Bom, isso serve apenas para tentar entender qual é o modelo aplicado aos serviços públicos, onde encaixam-se aí a energia elétrica, água e gás encanado e, por quê não considerar, a distribuição da internet.

Levemos o restaurante a quilo para este universo. Se as operadoras de internet (e a Antatel) defendem cobrança adicional para um maior consumo, isto significa que eu pagarei menos quando tiver menor consumo?

Estou sendo cobrado de forma variável em função do meu consumo ou estão apenas querendo vender uma experiência ilimitada contraditoriamente atrelada a limites?

A propósito, terei 100% da velocidade contratada ao invés dos “rigorosos” 40% permitidos pela Anatel?

Dois modelos comerciais protagonizam a migração das transações: cada vez mais a ‘posse’ (aquisição de um bem, com depreciação ao longo do tempo e custo de manutenção) perde espaço para o ‘uso’ (utilização sob demanda de um bem – ou serviço). Venda seu carro e use carsharing ou pay-per-use; deixe de pagar diárias de hotel e fracione a estadia (HotelQuando.com).

Neste segundo modelo, por sua vez, o uso é feito através de pagamento recorrente para acesso ilimitado – incluindo modelos freemium – como Netflix, Spotify, XBox Live ou pagamento em função do consumo – incluindo microtransações – como energia elétrica, combustível, água, gás.

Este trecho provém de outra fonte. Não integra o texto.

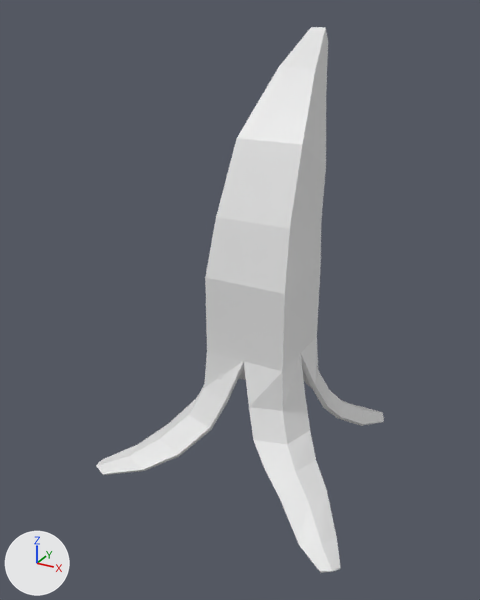
Before and after pictures for a commit that changed the Blender file SourceFiles/Banana_Open.blend.
Camera for both pictures: a 50 mm camera at (0.343, -0.685, 0.518) aimed at (-0.011, -0.042, 0.196). The axes (+X, +Y, +Z) are drawn at lower left. The lights are the same throughout.
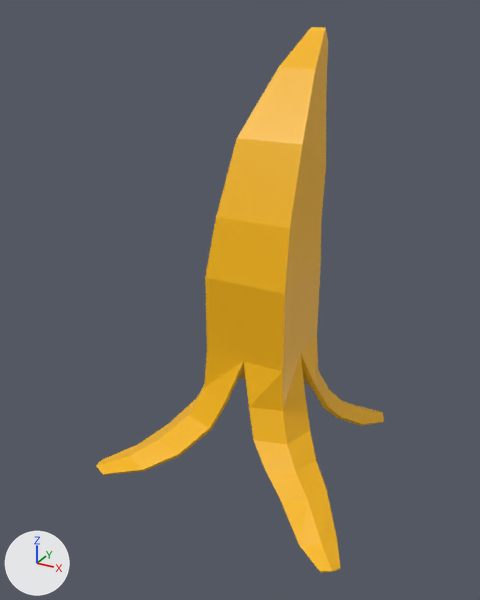
What the commit changed:
Picture 'ColorPalette.png' (img_colorpalette_png) is new.
In material 'Material' (mat_material), base_color is no longer (0.8, 0.8, 0.8), white #e7e7e7.
In material 'Material' (mat_material), texture is now set to img_colorpalette_png.
me_cube has 192 vertices, 190 faces and spans x -0.166..0.178, y -0.178..0.149, z -0.032..0.496.
me_cube is used by ob_cube; location (0.0, 0.0, 0.0).
me_cube part 1: texture (UV) coordinates of 190 of 190 faces, centred in x -0.163..0.175, y -0.175..0.146, z -0.03..0.492, changed; they spanned u 0.12..0.88, v 0.12..0.62 and now span u 0.51..0.56, v 0.38..0.41.

Where the change shows, as pixel boxes [x1, y1, x2, y2] in the pictures (480 x 600 px):
'Cube', surface changed (white to orange)
    both: [96, 27, 384, 573]

Os serviços digitais parecem ter encontrado a fórmula (inclusive financeira) para preferir a primeira opção, atribuindo valor exatamente pela ampla possibilidade de uso (“pago o Spotify porque posso ouvir quantas músicas quiser, quando quiser, sem ter que me preocupar em organizá-las”, do contrário teria que comprar individualmente no iTunes ou baixar via torrent).

anatel quer que a gente brinque de aquaplayEsta discussão sobre limitar o consumo de internet acaba não sendo nem uma coisa, nem outra. É buffet livre até um limite, mas tem consumação mínima no preço a quilo.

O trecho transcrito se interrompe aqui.